I listened to a couple of TED talks over the weekend by Jonathan Haidt, a social psychologist at New York University Stern School of Business. One thing he said struck me (this is not verbatim, just the general idea):
In America, people on both ends of the political spectrum hate the opposite party as a whole. But when they get to know an individual from the opposing party, they realize that individual is actually human and has good reasons for why they believe what they believe or vote the way they vote. The problem is that we are so stuck listening to and hanging out with people just like us that the other side never becomes human - they remain the monsters we've created in our own mind.
Sometimes a whisper is more resonant than a bellow.
When it's your turn to talk, don't scream at the top of your lungs. People stop listening when they sense aggression or hate.
If you have something important to say, first go find the facts that back up your beliefs (and please make sure they are facts, not internet rumors. Don't believe everything you read. When in doubt, Snopes), then present it in a calm and reasoned manner.
Oh, and don't do it on Facebook. Do it in person if you must do it all. Or if you really need to write it, start a blog. Facebook, Twitter, and the rest are too limited in nature to have true civil political conversations. Can we all make a vow to not talk politics on social media for a few years or, maybe, ever?
If you can't say something nice, don't say it at all.
Aristotle once said, or wait, was it Plato? Socrates? Oh that's right, it was Thumper. Thumper once said, "If you can't say something nice, don't say nothin' at all."
Sure, Thumper is a rabbit. Sure, he's from a Disney movie. Sure, only kids watch Bambi. But we all need to hear this. Maybe over Thanksgiving, instead of watching the parade or the millions of football games, we should all watch Bambi in our post-gorging vegetative state. Because, people, the nasty needs to stop.
Take 30 seconds before you send that next vitriolic tweet to think about the people it's aimed at and realize you probably don't have the whole story.
Instead of mudslinging on Facebook, why not take a few minutes to call up people from the other side and ask them to meet up for coffee?

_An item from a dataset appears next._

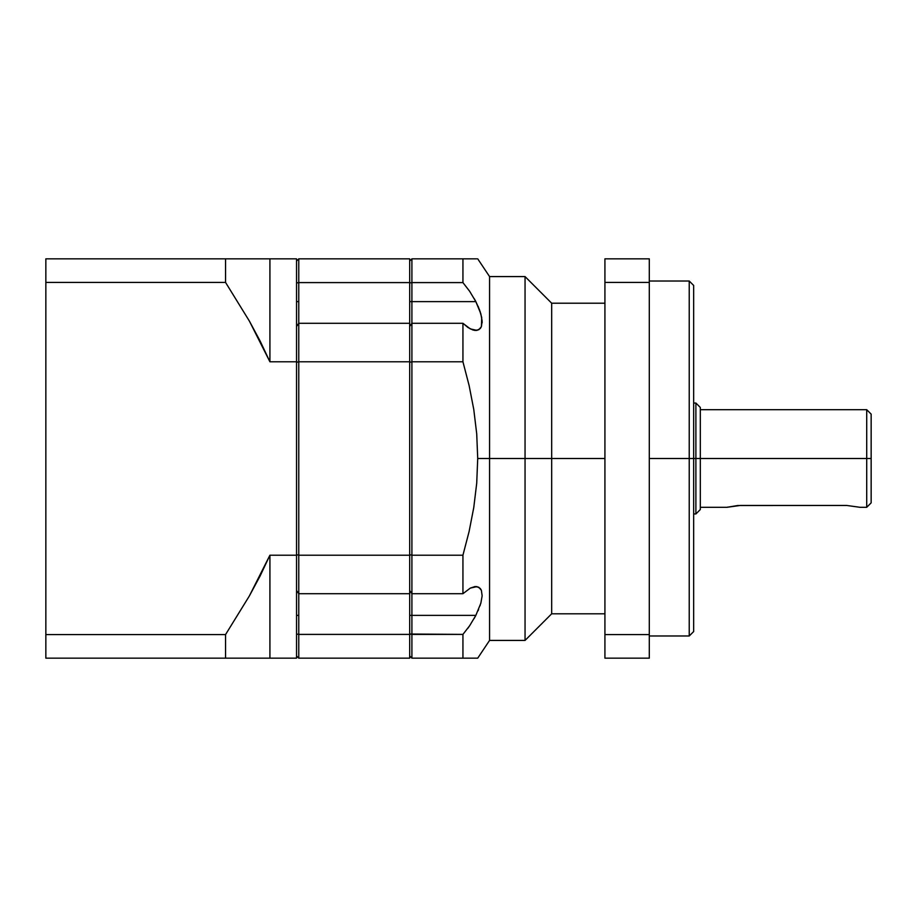 <?xml version="1.0" encoding="UTF-8"?>
<svg xmlns="http://www.w3.org/2000/svg" width="917" height="917" viewBox="0 0 917 917"><rect width="100%" height="100%" fill="white"/><g stroke="black" fill="none" stroke-linecap="round" stroke-linejoin="round"><path stroke-width="1.38" d="M871.15 414.129L871.15 458.5L866.714 458.5L866.714 409.693L871.15 414.129L871.15 502.871L871.15 458.5L695.888 458.5L695.888 513.967L700.324 509.531L700.324 458.5L689.229 458.5L689.229 635.985L693.665 631.549L693.665 458.5L693.665 631.549M700.324 507.307L726.94 507.307L740.26 505.462L846.746 505.462L860.054 507.307L866.714 507.307L866.714 458.5L866.714 507.307L871.15 502.871M726.94 507.307L737.623 505.531M693.665 285.451L693.665 458.5L689.229 458.5L689.229 281.015L693.665 285.451L693.665 458.5L695.888 458.5L695.888 403.033L695.888 513.967L693.665 513.967M298.77 615.376L298.77 634.404L296.546 634.025L298.77 634.404L298.77 658.165L409.693 658.165L409.693 634.404L298.77 634.404L298.77 658.165L409.693 658.165L409.693 634.404L298.77 634.404L298.77 593.7L409.693 593.7L409.693 634.404L409.693 555.209L298.77 555.209L298.77 593.7L409.693 593.7L409.693 555.209L298.77 555.209L298.77 361.791L409.693 361.791L409.693 555.209L409.693 323.3L298.77 323.3L296.546 326.463L298.77 323.3L298.77 361.791L409.693 361.791L409.693 323.3L298.77 323.3L298.77 361.791L296.546 362.307L298.77 361.791L298.77 593.7L296.546 590.537L298.77 593.7L298.77 615.376L296.546 615.376L296.546 555.209L269.919 555.209L260.153 575.899L269.919 555.209L269.919 658.165L296.546 658.165L296.546 615.376L298.77 615.376M298.77 301.624L298.77 323.3L298.77 282.596L409.693 282.596L409.693 323.3L409.693 258.835L298.77 258.835L298.77 282.596L409.693 282.596L409.693 258.835L298.77 258.835L298.77 282.596L296.546 282.975L298.77 282.596L298.77 301.624L296.546 301.624L296.546 258.835L45.85 258.835L45.85 282.413L225.548 282.413L249.424 321.145L260.222 341.25L269.919 361.791L296.546 361.791L296.546 555.209L269.919 555.209L249.344 595.993L260.153 575.899L249.344 595.993L225.548 634.587L249.344 595.993L225.548 634.587L45.85 634.587L45.85 658.165L296.546 658.165L296.546 301.624L298.77 301.624M476.978 330.372L474.914 330.418L478.789 329.765L481.391 326.658L481.723 317.569L479.476 309.717L475.843 301.624L469.664 291.297L462.936 282.596L462.936 258.835L411.905 258.835L411.905 282.596L409.693 282.975L411.905 282.596L411.905 301.624L475.843 301.624L480.817 313.74L482.147 321.076L481.391 326.658L480.29 328.527L476.978 330.372L470.341 328.916L462.936 323.3L411.905 323.3L411.905 282.596L462.936 282.596L462.936 258.835L411.905 258.835L411.905 282.596L462.936 282.596L469.664 291.297L475.843 301.624L409.693 301.624L411.905 301.624L411.905 323.3L409.693 326.463L411.905 323.3L411.905 361.791L462.936 361.791L462.936 323.3L411.905 323.3L411.905 361.791L462.936 361.791L469.114 385.518L473.78 409.509L476.714 433.833L477.723 458.5L476.714 483.202L473.768 507.537L469.103 531.516L462.936 555.209L462.936 593.7L470.306 588.106L476.909 586.616L480.244 588.427L481.368 590.284L482.147 595.821L480.84 603.203L475.843 615.376L469.664 625.703L462.936 634.404L409.693 634.025L411.905 634.404L411.905 658.165L469.114 658.165L462.936 658.165L462.936 634.404L462.936 658.165L411.905 658.165L411.905 615.376L475.843 615.376L469.664 625.703L462.936 634.404L411.905 634.404L411.905 615.376L475.843 615.376L480.84 603.203L482.147 595.821L481.368 590.284L478.743 587.212L474.868 586.593L476.909 586.616M477.723 658.165L476.702 658.165L477.723 658.165L489.563 640.421L489.563 458.5L477.723 458.5L476.714 483.202L473.768 507.537L469.103 531.516L462.936 555.209L411.905 555.209L411.905 361.791L409.693 362.307L411.905 361.791L411.905 593.7L462.936 593.7L462.936 555.209L411.905 555.209L411.905 615.376L409.693 615.376L411.905 615.376L411.905 593.7L462.936 593.7L470.306 588.106L474.868 586.593M474.112 618.574L475.728 615.605M478.032 610.814L478.617 609.45M462.936 658.165L473.768 658.165M473.78 658.165L476.714 658.165L473.78 658.165M604.922 613.794L551.679 613.794L551.679 458.5L551.679 613.794L525.051 640.421L525.051 458.5L525.051 640.421L489.563 640.421L489.563 458.5L477.723 458.5L476.714 433.833L473.78 409.509L469.114 385.518L462.936 361.791L462.936 323.3L467.911 327.461L472.748 329.925M525.051 458.5L489.563 458.5L489.563 276.579L489.563 458.5L551.679 458.5L525.051 458.5L525.051 276.579L525.051 458.5M604.922 458.5L551.679 458.5L551.679 303.206L551.679 458.5L604.922 458.5M649.293 281.015L689.229 281.015L689.229 458.5L649.293 458.5L689.229 458.5L689.229 635.985L649.293 635.985M693.665 403.033L695.888 403.033L700.324 407.469L700.324 509.531M45.85 658.165L225.548 658.165L225.548 634.587L45.85 634.587L45.85 282.413L225.548 282.413L225.548 258.835L45.85 258.835L45.85 658.165M649.293 658.165L604.922 658.165L649.293 658.165L649.293 634.587L604.922 634.587L604.922 658.165L604.922 282.413L604.922 634.587L649.293 634.587L649.293 282.413L604.922 282.413L649.293 282.413L649.293 258.835L604.922 258.835L604.922 282.413L604.922 258.835L649.293 258.835L649.293 658.165M474.914 330.418L472.702 329.914M462.936 258.835L476.714 258.835M478.685 307.722L478.078 306.289M475.774 301.487L474.272 298.713M480.359 312.25L480.084 311.413M482.147 322.795L482.159 322.108M480.027 605.759L480.29 604.968M467.716 628.466L469.527 625.898M409.693 554.693L411.905 555.209L409.693 554.693M409.693 590.537L411.905 593.7L409.693 590.537M409.693 655.953L411.905 658.165L409.693 655.953M411.905 258.835L409.693 261.047L411.905 258.835M296.546 261.047L298.77 258.835L296.546 261.047M296.546 554.693L298.77 555.209L296.546 554.693M296.546 655.953L298.77 658.165L296.546 655.953M249.424 258.835L269.919 258.835L269.919 361.791L296.546 361.791L296.546 258.835L225.548 258.835L225.548 282.413L249.424 321.145L269.919 361.791L269.919 258.835M227.427 258.835L249.344 258.835M269.919 555.209L269.919 658.165L225.548 658.165L225.548 634.587M225.548 658.165L269.919 658.165M700.324 409.693L866.714 409.693L866.714 458.5L700.324 458.5L700.324 407.469M737.646 505.531L846.746 505.462L860.054 507.307M727.96 507.044L727.204 507.239M477.723 258.835L489.563 276.579L525.051 276.579L551.679 303.206L604.922 303.206"/></g></svg>

Get to know them. Talk to them. Ask them about their families, challenges they face at work, what motivates them. Hear their life story. Ask them how they got to where they are today.
After you've listened to them, do you really want to say what you were going to say? If so, say it to their face and not on a public platform.
Empathy may not entirely fix the political divides, and maybe it shouldn't. If we all held the same exact political views, we'd start to look like some sort of distorted utopia where freedom of speech and individualism are squashed. American democracy may be messy but it sure is beautiful.
Empathy doesn't look like changing your opinion. It doesn't mean you can't disagree with others. It doesn't mean the other person is always right (or that you are).
What it does look like is gracefully disagreeing. It means treating other humans like, crazily enough, humans. It means accepting that while you can't change someone else's opinion, it's socially acceptable to be friends with them.
Let's stop trying to get everyone else to look just like us and respect them for who they are.